Before all the scorn of the village, all the rebukes of Mrs. Deans, all the wrath of her grandmother, all the bitterness and misery and hopelessness of her own heart, Myron Holder was mute.
No murmur escaped her lips against the man who had forsaken her. The village knew her shame, but it could not fathom her secret. Myron Holder was deaf to all commands, entreaties, persuasions, sneers. Her face, holy with the divine shadow of coming maternity, turned to her questioners an indecipherable page—writ large with characters of shame and sorrow, but telling naught else.
* * * * * *
There came a night when Myron Holder descended into that hell of suffering called child-birth—struggled with prolonged agony—helpless and alone—and cried aloud—to that dead father—to that unknown mother—to God—for Death.

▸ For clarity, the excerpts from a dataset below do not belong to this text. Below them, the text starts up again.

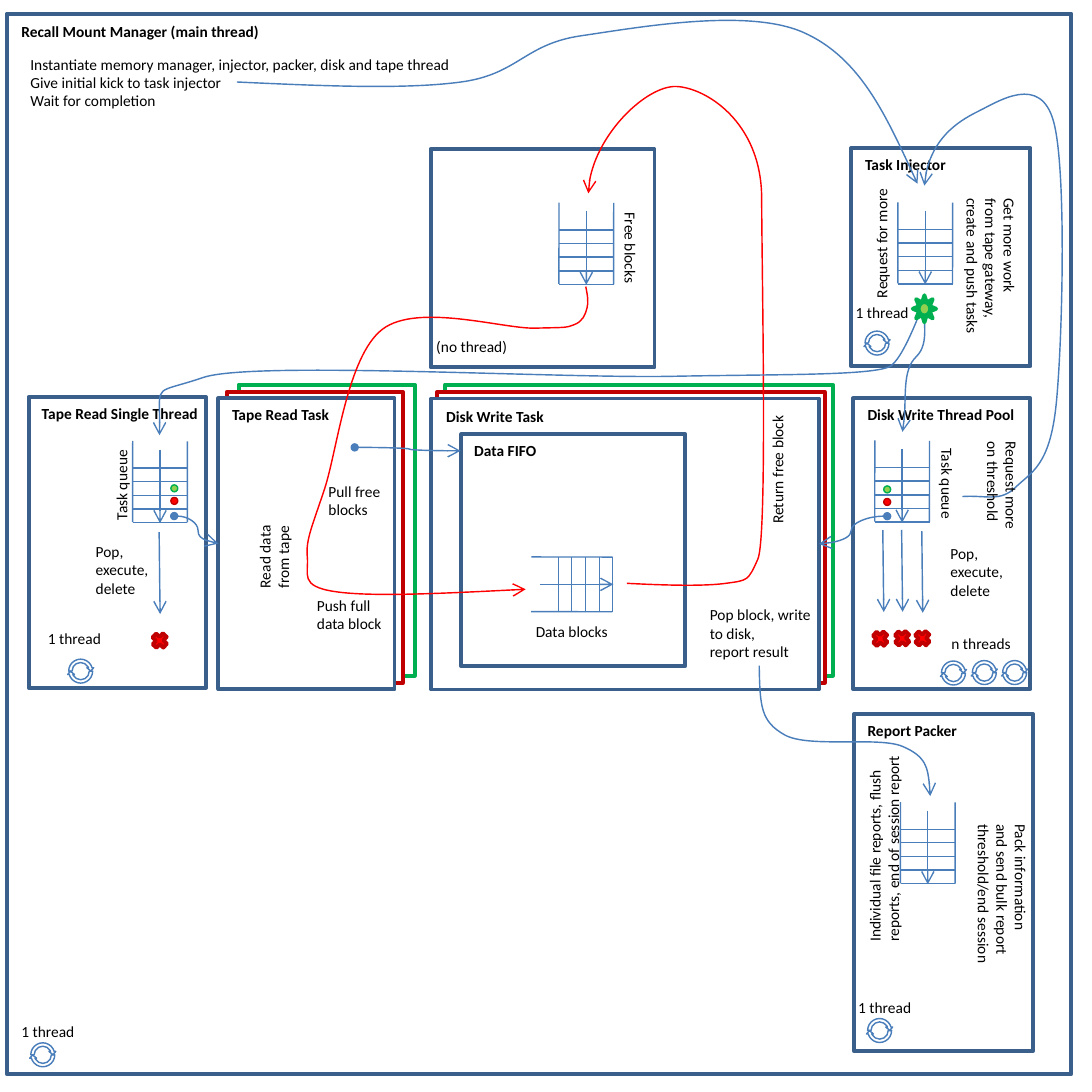
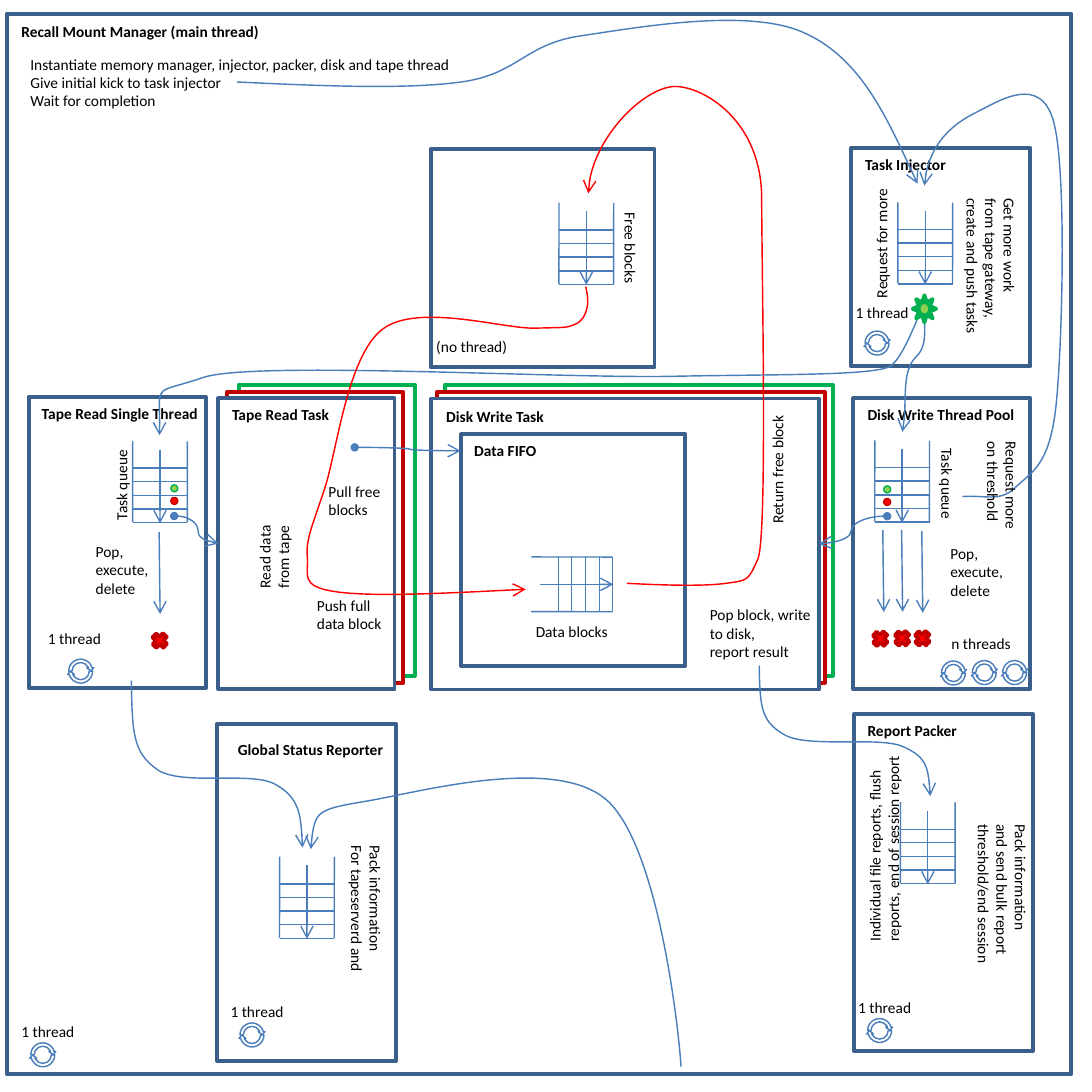
Before and after one commit to cern-cta/CTA, a slide deck: slide 1 of castor/tape/tapeserver/documentation/images/RecallMountMM.pptx. Drawn at 1092x1092 pixels with LibreOffice and Linux fonts; fonts in the diff are those of the drawing. Boxes give left, top, right and bottom in pixels: in the first picture for what was removed or moved away, otherwise in the second. Text is boxed around its words. In the diff, an @@ line names an element or a change of style, - is before the commit and + after.

Commit message:
Updated doc's global schemas about recall/migration

```diff
--- a/castor/tape/tapeserver/documentation/images/RecallMountMM.pptx
+++ b/castor/tape/tapeserver/documentation/images/RecallMountMM.pptx
@@ freeform shape added at <box>132,680,302,847</box>, outline #4B7EBC 0.75 pt @@
@@ rectangle added at <box>216,723,395,1060</box>, outline #3A5F8C 2 pt @@
@@ text added at <box>238,744,383,758</box>, 8 pt, text #000000, bold @@
+Global Status Reporter
@@ freeform shape added at <box>302,768,693,1066</box>, outline #4B7EBC 0.75 pt @@
@@ group added at <box>280,856,334,938</box>: 7 lines, 1 arrow @@
@@ text added at <box>347,847,384,970</box>, 8 pt, text #000000 @@
+Pack information
+For tapeserverd and
@@ text added at <box>231,1006,284,1017</box>, 8 pt, text #000000 @@
+1 thread
@@ circular arrow added at <box>238,1021,266,1049</box>, outline #4B7EBC 0.75 pt @@
@@ circular arrow added at <box>238,1021,266,1049</box>, outline #4B7EBC 0.75 pt @@
```
Also in this commit, not shown: 4 other files.

Myron Holder was a woman and had come to years of knowledge, and her fall was doubtless a sin and a shame to her—black and unforgivable; but far as Myron Holder had fallen, deep as was her humiliation, black as was her shame, inexcusable her error, she still shines in effulgent whiteness when compared with those women who refused her aid that long night through, demanding as recompense for their ministering the betrayal of her betrayer. Myron Holder would not pay their price.
The dim gray dawn lighted the pain-scarred face of a sleeping mother, by whose side reposed a fair-haired child; a child the secret of whose parentage was still locked within its mother's heart.
* * * * * *
"Them kind always lives," Mrs. Warner said to her husband, when, on a June morning, she saw Myron Holder totter past her door. Mrs. Warner should have thanked the God she worshipped, fasting, that it was so: had Myron Holder died, no woman in all Jamestown would have been free from blood-guiltiness. They had beheld a woman in such extremity as moved the hearts of Inquisitors, stayed the torch of persecution, shackled the relentless rack, deferred the vengeance of the law, and had withheld their hands from helping.
Those same hands which wrought garments for the heathen and shamed not to offer their alms to God!